Integrating the Signals: Implications of CFTR NBD1 Allostery to Cystic Fibrosis

Abstract

Cystic fibrosis-causing mutations in CFTR can lead to protein misprocessing or channel gating defects, perturbing the ion and fluid flow across epithelial surfaces. CFTR transmembrane helices extend into the cytoplasm and interface with two nucleotide-binding domains, NBD1 and NBD2, via short 'coupling helices' (CLs). Channel gating is regulated by ATP binding and hydrolysis in the NBD1/NBD2 dimer and by phosphorylation of the NBD1 regulatory insert (RI) and R region immediately C-terminal of NBD1. We have used NMR spectroscopy to probe changes in conformational populations caused by ligand binding or mutation, revealing an allosteric network linking the CL4 binding site to regions near the RI and the R region.
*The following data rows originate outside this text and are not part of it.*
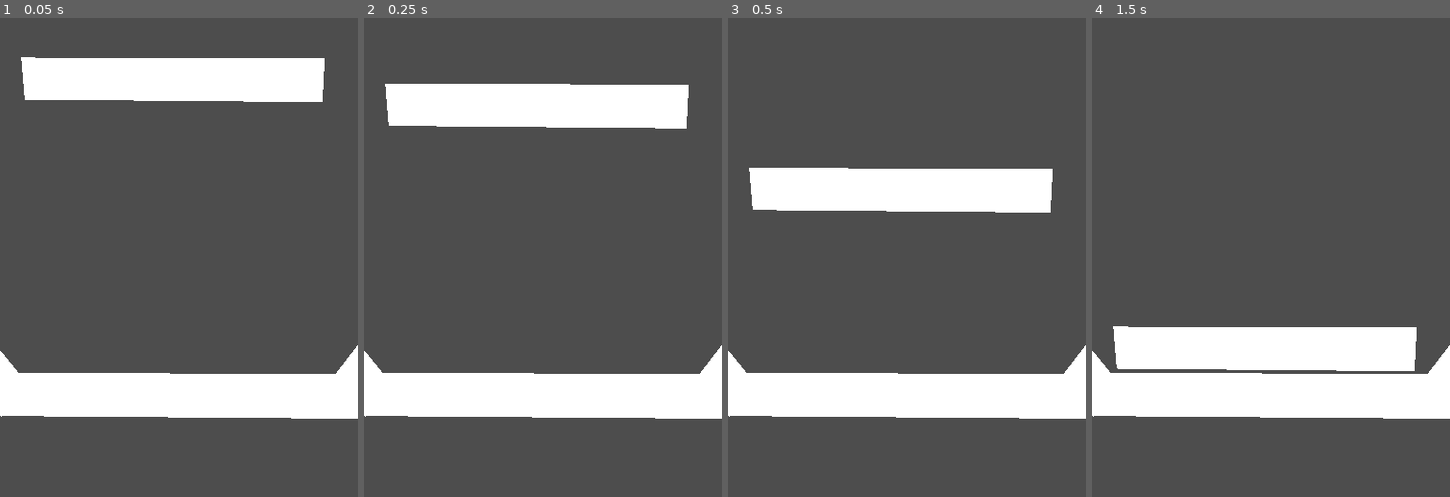
Above: before the commit, frames 1-4 (left to right).
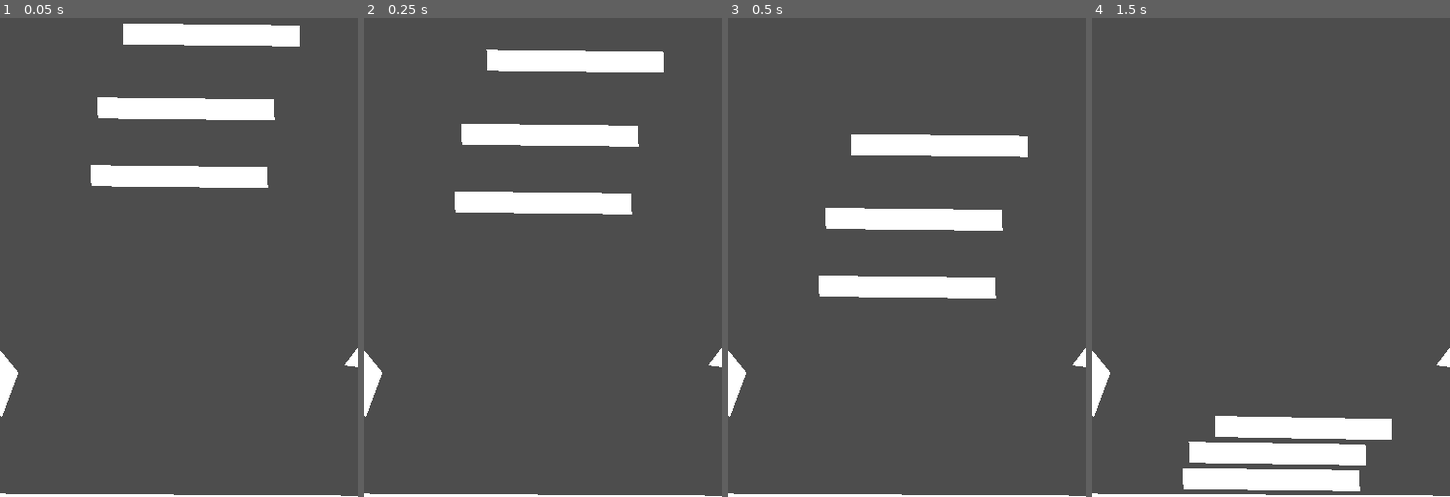
Above: after the commit, the same moments.

Repository: noahmacaulay/Burger
Game: Godot game, scene res://scene.tscn
The game is run twice, just before and just after one commit, with the same random seed, the same clock (stepped at 60 frames per second) and the same inputs.
Inputs (mouse positions are in pixels of both pictures, inside the frame that each line leads up to):
- Up to frame 1 (0.05 s): no input
- Up to frame 2 (0.25 s): no input
- Up to frame 3 (0.5 s): no input
- Up to frame 4 (1.5 s): move the mouse to (1349, 147) at 0.52 s; click (1349, 147) at 0.67 s; move the mouse to (1199, 209) at 1.27 s; click (1199, 209) at 1.42 s

The runs differ from the first frame. In frame 1, 23% of the frame differs, in the area x 0-100%, y 1-100%; in frame 2, 23%; in frame 3, 23%; in frame 4, 23%, in the area x 0-100%, y 64-100%.

Commit message:
pile of burgers

Diff:
--- a/Pickable.gd
+++ b/Pickable.gd
@@ -4,7 +4,7 @@
 
 var held = false
 
-func _on_input_event(viewport, event, shape_idx):
+func _input_event(viewport, event, shape_idx):
 	if event is InputEventMouseButton and event.button_index == MOUSE_BUTTON_LEFT:
 		if event.pressed:
 			print("cicked")
@@ -26,7 +26,7 @@
 	freeze = true
 	held = true
 
-func drop(impulse = Vector2.ZERO):
+func drop(impulse):
 	if held:
 		freeze = false
 		apply_central_impulse(impulse)
--- a/scene.tscn
+++ b/scene.tscn
@@ -4,7 +4,7 @@
 [ext_resource type="Script" path="res://Main.gd" id="1_6w10p"]
 
 [sub_resource type="RectangleShape2D" id="RectangleShape2D_whnis"]
-size = Vector2(320, 46.5)
+size = Vector2(183.588, 27.8146)
 
 [sub_resource type="RectangleShape2D" id="RectangleShape2D_v5tss"]
 size = Vector2(992, 49)
@@ -14,20 +14,21 @@
 script = ExtResource("1_6w10p")
 
 [node name="RigidBody2D" type="RigidBody2D" parent="." groups=["pickable"]]
-position = Vector2(179.013, 284.447)
+position = Vector2(221.573, 179.071)
 input_pickable = true
+freeze_mode = 1
 script = ExtResource("1_2vlhc")
 
 [node name="Polygon2D" type="Polygon2D" parent="RigidBody2D"]
 position = Vector2(-626, -322)
-polygon = PackedVector2Array(471, 243, 475, 287, 787, 287, 789, 241)
+polygon = PackedVector2Array(534.386, 311.8, 535.579, 333.79, 720.589, 334.174, 719.397, 312.184)
 
 [node name="CollisionShape2D" type="CollisionShape2D" parent="RigidBody2D"]
-position = Vector2(5, -56.25)
+position = Vector2(1.47894, -0.01297)
 shape = SubResource("RectangleShape2D_whnis")
 
 [node name="StaticBody2D" type="StaticBody2D" parent="."]
-position = Vector2(177.013, 521.447)
+position = Vector2(186.671, 648.394)
 
 [node name="Polygon2D" type="Polygon2D" parent="StaticBody2D"]
 position = Vector2(-135, -64)
@@ -40,7 +41,7 @@
 debug_color = Color(0.309804, 0.505882, 0.964706, 0.419608)
 
 [node name="StaticBody2D3" type="StaticBody2D" parent="."]
-position = Vector2(211.013, 377.447)
+position = Vector2(220.224, 368.09)
 
 [node name="Polygon2D" type="Polygon2D" parent="StaticBody2D3"]
 position = Vector2(-316.381, 148.836)
@@ -51,7 +52,7 @@
 position = Vector2(167.295, 139.185)
 rotation = 0.261799
 scale = Vector2(0.390588, 0.807808)
-polygon = PackedVector2Array(-43.2112, 29.5005, 335.552, -422.316, 402.836, -392.927, 73.8601, 20.741)
+polygon = PackedVector2Array(79.5203, 199.194, -366.424, -610.71, -223.6, -635, 162.034, 185.56)
 
 [node name="StaticBody2D2" type="StaticBody2D" parent="."]
 position = Vector2(-249.987, 460.447)
@@ -66,4 +67,32 @@
 position = Vector2(244, 96)
 rotation = -1.0472
 scale = Vector2(0.384687, 0.811906)
-polygon = PackedVector2Array(-43.2112, 29.5005, 335.552, -422.316, 402.836, -392.927, 73.8601, 20.741)
+polygon = PackedVector2Array(-292.596, 18.549, 1192.76, -417.456, 1298.56, -346.92, -231.229, 80.0428)
+
+[node name="RigidBody2D2" type="RigidBody2D" parent="." groups=["pickable"]]
+position = Vector2(187.893, 330.371)
+input_pickable = true
+freeze_mode = 1
+script = ExtResource("1_2vlhc")
+
+[node name="Polygon2D" type="Polygon2D" parent="RigidBody2D2"]
+position = Vector2(-624.859, -324.554)
+polygon = PackedVector2Array(534.386, 311.8, 535.579, 333.79, 720.589, 334.174, 719.397, 312.184)
+
+[node name="CollisionShape2D" type="CollisionShape2D" parent="RigidBody2D2"]
+position = Vector2(4.28983, -1.44916)
+shape = SubResource("RectangleShape2D_whnis")
+
+[node name="RigidBody2D3" type="RigidBody2D" parent="." groups=["pickable"]]
+position = Vector2(196.255, 257.296)
+input_pickable = true
+freeze_mode = 1
+script = ExtResource("1_2vlhc")
+
+[node name="Polygon2D" type="Polygon2D" parent="RigidBody2D3"]
+position = Vector2(-626.841, -322.537)
+polygon = PackedVector2Array(534.386, 311.8, 535.579, 333.79, 720.589, 334.174, 719.397, 312.184)
+
+[node name="CollisionShape2D" type="CollisionShape2D" parent="RigidBody2D3"]
+position = Vector2(1.52588e-05, 2.28882e-05)
+shape = SubResource("RectangleShape2D_whnis")

Conformational exchange occurs on multiple timescales in the NBD1 αRI construct, including μs-ms exchange and elevated flexibility in loops and C-terminal helices H8 and H9. Q637R, a mutation between H8 and H9 near to where the R region begins, changes dynamics in the RI deletion site and the CL4 binding site. VX-809, a drug that partially rescues both folding and gating defects, binds to the β-strands beneath H8/H9 of full-length NBD1, destabilizing these helices and perturbing some chemical shifts in the CL4 binding site. Titration of a CL4 peptide results in remote changes to H8/H9 and correlated chemical shifts observed at the RI. An allosteric network coupling the CL4 binding site to regions near both of the phospho-regulatory sites may contribute to the folding and gating defects that arise from mutations at the CL4:NBD1 interface, including those of the most common CF-causing mutation, F508del. Coupling of remote NBD1 sites by the observed allosteric network suggests that distinct inputs are integrated in CFTR processing and function and implies that correlation of NBD-ICL interactions might be achieved through targeting of these allosterically-linked sites.